The bass coming from my speakers did not sound like it had an unnaturally pumped up mid-bass. I did not bother measuring the bass response, that's not something I would ever do, but if the mid-bass was inflated, it did not sound like it was. It sounded like music. It sounded like a relatively powerful, pitch specific, deep bass coming from the instruments that had low-frequency energy in this frequency region. Given that this amp is set up as a single-end, triode, Class-A amp, one would expect its midrange to be excellent sounding, and they'd be correct. It was as if I was not hearing a great stereo system, again, I was hearing music!

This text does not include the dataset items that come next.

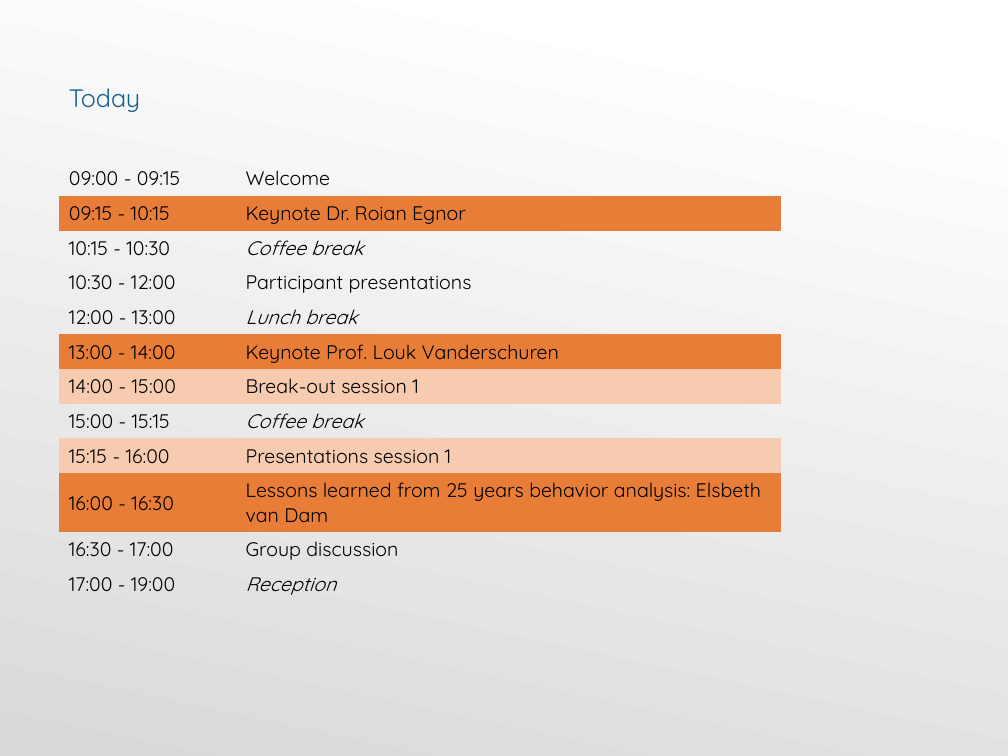
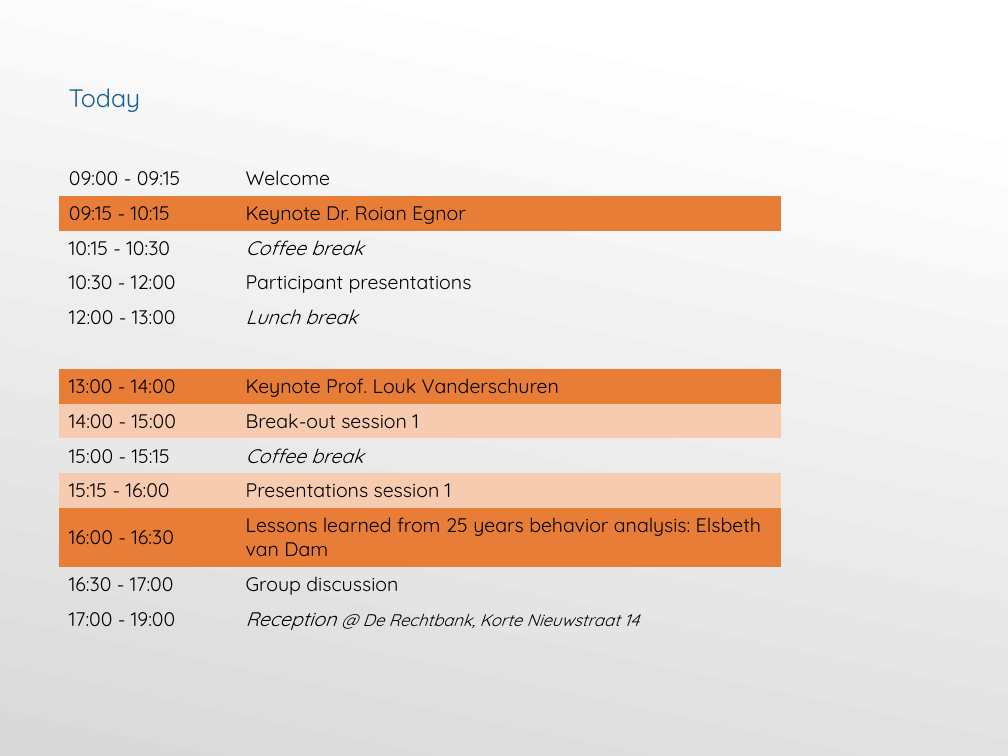
Before and after one commit to bafa2017/bafa2017.github.io, a slide deck: slide 3 of downloads/BAFA_Welcome_Thursday.pptx. Drawn at 1008x756 pixels with LibreOffice and Linux fonts; fonts in the diff are those of the drawing; background and template pictures are left out. Boxes give left, top, right and bottom in pixels: in the first picture for what was removed or moved away, otherwise in the second. Text is boxed around its words. In the diff, an @@ line names an element or a change of style, - is before the commit and + after.

```diff
--- a/downloads/BAFA_Welcome_Thursday.pptx
+++ b/downloads/BAFA_Welcome_Thursday.pptx
@@ table at <box>58,161,781,634</box> @@
+row 6:  | 
-row 13, column 2: Reception
+row 13, column 2: Reception @ De Rechtbank, Korte Nieuwstraat 14
```
Also in this commit, not shown: 1 other slide changed, 1 slide added, 1 slide removed, 3 other files.

I was about a month into the review period, reveling in the sound of the Dynamo MK III, playing album after album of what I consider great music, including when I cranked the volume up on the Classic Records 200-gram "Quiex" pressing of Led Zeppelin III. This album alternates between hard-rock tracks and those that mostly use acoustic instruments. The Dynamo MK III was able to handle every note that was encoded into the grooves of this LP or into the digits of the high-resolution files I also spent some time playing. Side one of this album is dominated by the epitome of the era's hard-rock, on tracks such as "Immigrant Song", "Out On The Tiles", and especially "Since I've Been Loving You", a version of blues-rock that Led Zeppelin perfected during this era of their career.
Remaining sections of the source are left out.